Rossegger Astrid, Endrass Jérôme, Gerth Juliane, Singh Jay P
Department of Mental Health Services, Office of Corrections, Canton of Zurich, Zurich, Switzerland; Department of Psychology, University of Konstanz, Konstanz, Germany.
Department of Mental Health Services, Office of Corrections, Canton of Zurich, Zurich, Switzerland; Institute of Health Sciences, Molde University College, Molde, Norway.
PLoS One. 2014 Mar 14;9(3):e91845. doi: 10.1371/journal.pone.0091845. eCollection 2014.
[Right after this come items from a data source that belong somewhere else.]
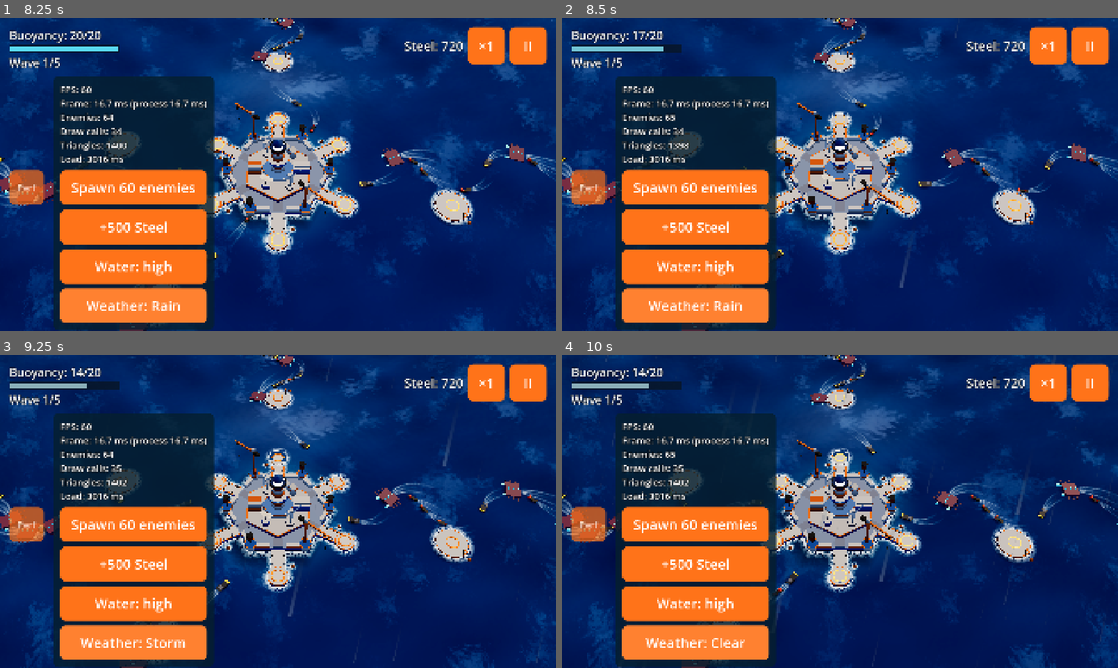
Above: before the commit, frames 1-4 (two rows, left to right).
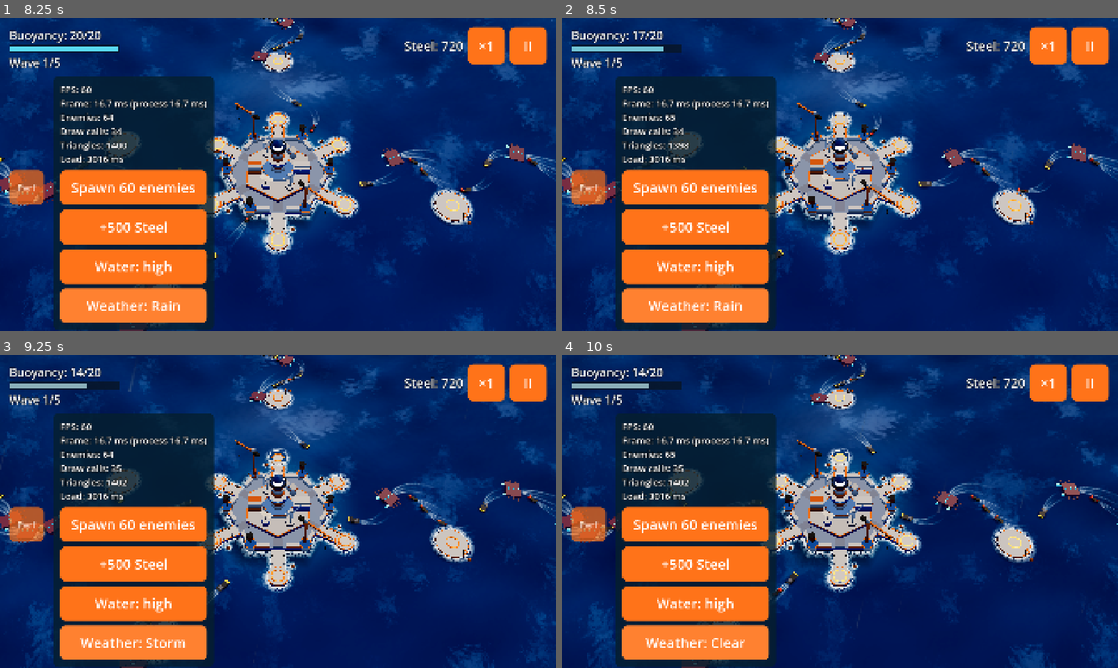
Above: after the commit, the same moments.

Repository: tinydustrystudio-hub/Hai-trinh
Game: Godot game, scene res://main/boot.tscn
The game is run twice, just before and just after one commit, with the same random seed, the same clock (stepped at 60 frames per second) and the same inputs. Sound files missing from this copy of the repository are replaced by a short silence.
Inputs:
- Up to frame 1 (8.25 s): click "×1" at 0.5 s; click "×2" at 1.25 s; click "II" at 2 s; click "Restart" at 2.75 s; click "Call wave" at 3.5 s; click "Perf" at 4.25 s; click "Spawn 60 enemies" at 5 s; click "+500 Steel" at 5.75 s; click "Water: high" at 6.5 s; click "Water: low" at 7.25 s; click "Weather: Clear" at 8 s
- Up to frame 2 (8.5 s): no input
- Up to frame 3 (9.25 s): click "Weather: Rain" at 8.75 s
- Up to frame 4 (10 s): click "Weather: Storm" at 9.5 s

Frame 1 is identical in both runs. In frame 2, less than 0.1% of the frame differs, in the area x 60-71%, y 5-87%; in frame 3, 0.1%; in frame 4, 0.2%, in the area x 7-99%, y 1-100%.

Commit message:
Góp ý 6: mưa nhẹ, mảnh và rơi chậm; phí dùng đảo tự đặt (200, +50)
Co-Authored-By: Claude Sonnet 5.5 <noreply@anthropic.com>
Claude-Session: https://claude.ai/code/session_017DSNC8MWevobFBo6fQDEF6

Diff:
--- a/core/data/economy_data.gd
+++ b/core/data/economy_data.gd
@@ -6,3 +6,29 @@
 @export var wave_bonus: int = 20
 ## Tỉ lệ hoàn lại khi bán lô cốt, trên tổng Thép đã bỏ vào nó.
 @export_range(0.0, 1.0) var sell_refund: float = 0.7
+
+@export_group("Đảo vệ tinh")
+## Đảo là vật phẩm: mua một lần là có mãi. Dùng đảo do người chơi tự đặt vào màn thì tốn phí: đảo tự đặt thứ nhất
+## island_use_base, mỗi đảo tiếp theo cộng thêm island_use_step (200, 250, 300…). Đảo cấp sẵn của màn không tốn phí.
+@export var island_use_base: int = 200
+@export var island_use_step: int = 50
+## Phí dời một đảo đã đặt = giá xây lô cốt rẻ nhất nhân hệ số này (làm tròn xuống, tối thiểu 1).
+@export_range(0.0, 1.0) var island_move_ratio: float = 0.5
+
+
+## Phí dùng đảo tự đặt thứ n (đếm từ 1) trong một màn.
+func island_use_cost(n: int) -> int:
+	return island_use_base + island_use_step * maxi(n - 1, 0)
+
+
+## Tổng phí dùng n đảo tự đặt.
+func island_use_total(n: int) -> int:
+	var total: int = 0
+	for i: int in maxi(n, 0):
+		total += island_use_cost(i + 1)
+	return total
+
+
+## Phí dời đảo, theo giá xây lô cốt rẻ nhất (cấp 1) trong danh sách.
+func island_move_cost(cheapest_tower_cost: int) -> int:
+	return maxi(floori(float(cheapest_tower_cost) * island_move_ratio), 1)
--- a/data/economy.tres
+++ b/data/economy.tres
@@ -6,3 +6,6 @@
 script = ExtResource("1_economy")
 wave_bonus = 20
 sell_refund = 0.7
+island_use_base = 200
+island_use_step = 50
+island_move_ratio = 0.5
--- a/data/weather/rain.tres
+++ b/data/weather/rain.tres
@@ -10,7 +10,7 @@
 wind_swing = 0.15
 wind_period = 30.0
 chop = 1.3
-rain = 0.6
+rain = 0.45
 darkness = 0.25
 lightning_min_seconds = 0.0
 lightning_max_seconds = 0.0
--- a/data/weather/storm.tres
+++ b/data/weather/storm.tres
@@ -10,7 +10,7 @@
 wind_swing = 0.6
 wind_period = 22.0
 chop = 1.8
-rain = 1.0
+rain = 0.8
 darkness = 0.5
 lightning_min_seconds = 5.0
 lightning_max_seconds = 12.0
--- a/fx/lightning_overlay.gd
+++ b/fx/lightning_overlay.gd
@@ -44,9 +44,9 @@
 	_flash.modulate.a = 0.0
 	_tween = create_tween()
 	_tween.set_parallel(false)
-	_tween.tween_property(_flash, "modulate:a", 0.55, 0.04)
-	_tween.tween_property(_flash, "modulate:a", 0.1, 0.07)
-	_tween.tween_property(_flash, "modulate:a", 0.4, 0.04)
+	_tween.tween_property(_flash, "modulate:a", 0.38, 0.05)
+	_tween.tween_property(_flash, "modulate:a", 0.06, 0.08)
+	_tween.tween_property(_flash, "modulate:a", 0.26, 0.05)
 	_tween.tween_property(_flash, "modulate:a", 0.0, FLASH_SECONDS - 0.15)
 	_tween.parallel().tween_property(_bolt, "modulate:a", 0.0, FLASH_SECONDS - 0.15)
 	_tween.parallel().tween_property(_glow, "modulate:a", 0.0, FLASH_SECONDS - 0.15)
--- a/fx/rain_overlay.gdshader
+++ b/fx/rain_overlay.gdshader
@@ -1,33 +1,36 @@
 shader_type canvas_item;
-// Màn mưa phủ toàn màn hình: ba lớp vệt mưa rơi xiên theo gió; lớp gần dày và nhanh, lớp xa mảnh và chậm.
-// intensity (0–1) quyết định mật độ; slant là độ xiên theo gió.
+// Màn mưa nhẹ, mảnh và rơi chậm: ba lớp vệt mưa xiên theo gió; lớp gần thưa, to và nhanh hơn một chút, lớp xa dày hơn,
+// mảnh và chậm. Tốc độ tính theo "chiều cao màn hình mỗi giây" nên không phụ thuộc độ phân giải.
 uniform float intensity : hint_range(0.0, 1.0) = 0.0;
-uniform float slant = 0.15;
+uniform float slant = 0.12;
 uniform float aspect = 1.7778;
 
 float hash(float n) {
 	return fract(sin(n * 127.1) * 43758.5453);
 }
 
-float layer(vec2 uv, float columns, float rows, float speed, float length, float seed, float width) {
-	vec2 p = vec2((uv.x + uv.y * slant) * columns * aspect, uv.y * rows + TIME * speed);
+// columns: số cột; fall: màn hình mỗi giây; streak: độ dài vệt (tỉ lệ ô); width: độ mảnh; density: tỉ lệ cột có mưa.
+float layer(vec2 uv, float columns, float fall, float streak, float width, float density, float seed) {
+	vec2 p = vec2((uv.x + uv.y * slant) * columns * aspect, uv.y * 3.0 + TIME * fall * 3.0);
 	float col = floor(p.x);
-	float r = hash(col + seed);
-	float y = p.y + r * 17.0;
+	float y = p.y + hash(col + seed) * 23.0;
 	float cell = floor(y);
-	float show = step(hash(col * 1.37 + cell * 3.1 + seed), intensity * 0.55);
+	float show = step(hash(col * 1.37 + cell * 3.1 + seed), density);
 	float fy = fract(y);
 	float fx = abs(fract(p.x) - 0.5);
-	float line = (1.0 - smoothstep(width * 0.4, width, fx)) * step(fy, length) * (fy / length);
-	return line * show;
+	float body = 1.0 - smoothstep(width * 0.3, width, fx);
+	// Đầu vệt sáng hơn, đuôi mờ dần.
+	float tail = step(fy, streak) * (fy / streak);
+	return body * tail * show;
 }
 
 void fragment() {
-	float far = layer(UV, 38.0, 6.0, 7.0, 0.5, 1.0, 0.07) * 0.35;
-	float mid = layer(UV, 24.0, 4.0, 11.0, 0.55, 7.0, 0.09) * 0.5;
-	float near = layer(UV, 13.0, 2.5, 17.0, 0.6, 13.0, 0.12) * 0.7;
+	float d = intensity;
+	float far = layer(UV, 46.0, 0.32, 0.30, 0.10, d * 0.28, 1.0) * 0.30;
+	float mid = layer(UV, 30.0, 0.50, 0.34, 0.11, d * 0.22, 7.0) * 0.40;
+	float near = layer(UV, 17.0, 0.78, 0.38, 0.12, d * 0.14, 13.0) * 0.50;
 	float rain = clamp(far + mid + near, 0.0, 1.0);
-	// Phủ một lớp xám lam mỏng cho cảm giác ẩm ướt.
-	float haze = intensity * 0.12;
-	COLOR = vec4(mix(vec3(0.05, 0.1, 0.16), vec3(0.78, 0.86, 0.95), rain), max(rain * 0.55, haze));
+	// Chỉ lớp sương rất mỏng, để biển vẫn rõ.
+	float haze = d * 0.05;
+	COLOR = vec4(mix(vec3(0.10, 0.16, 0.22), vec3(0.82, 0.9, 0.97), rain), max(rain * 0.7, haze));
 }
--- a/tests/test_economy.gd
+++ b/tests/test_economy.gd
@@ -48,3 +48,24 @@
 	var data: EconomyData = load("res://data/economy.tres")
 	assert_eq(data.wave_bonus, 20)
 	assert_almost_eq(data.sell_refund, 0.7, 0.0001)
+
+
+func test_island_use_cost_rises_by_fifty() -> void:
+	# Đảo tự đặt thứ 1 là 200, mỗi đảo tiếp theo +50 (người duyệt chốt 31/10).
+	var rules: EconomyData = load("res://data/economy.tres")
+	assert_eq(rules.island_use_cost(1), 200)
+	assert_eq(rules.island_use_cost(2), 250)
+	assert_eq(rules.island_use_cost(4), 350)
+	assert_eq(rules.island_use_total(0), 0)
+	assert_eq(rules.island_use_total(4), 200 + 250 + 300 + 350)
+
+
+func test_island_move_cost_is_half_cheapest_tower() -> void:
+	var rules: EconomyData = load("res://data/economy.tres")
+	var cheapest: int = 9999
+	for path: String in ["machine_gun", "glue_sprayer", "light_beam"]:
+		var data: TowerData = load("res://data/towers/%s.tres" % path)
+		cheapest = mini(cheapest, data.level(1).steel_cost)
+	assert_eq(cheapest, 60)
+	assert_eq(rules.island_move_cost(cheapest), 30)
+	assert_eq(rules.island_move_cost(1), 1, "tối thiểu 1")

The performance of violence risk assessment instruments can be primarily investigated by analysing two psychometric properties: discrimination and calibration. Although many studies have examined the discrimination capacity of the Violence Risk Appraisal Guide (VRAG) and other actuarial risk assessment tools, few have evaluated how well calibrated these instruments are. The aim of the present investigation was to replicate the development study of the VRAG in Europe including measurements of discrimination and calibration.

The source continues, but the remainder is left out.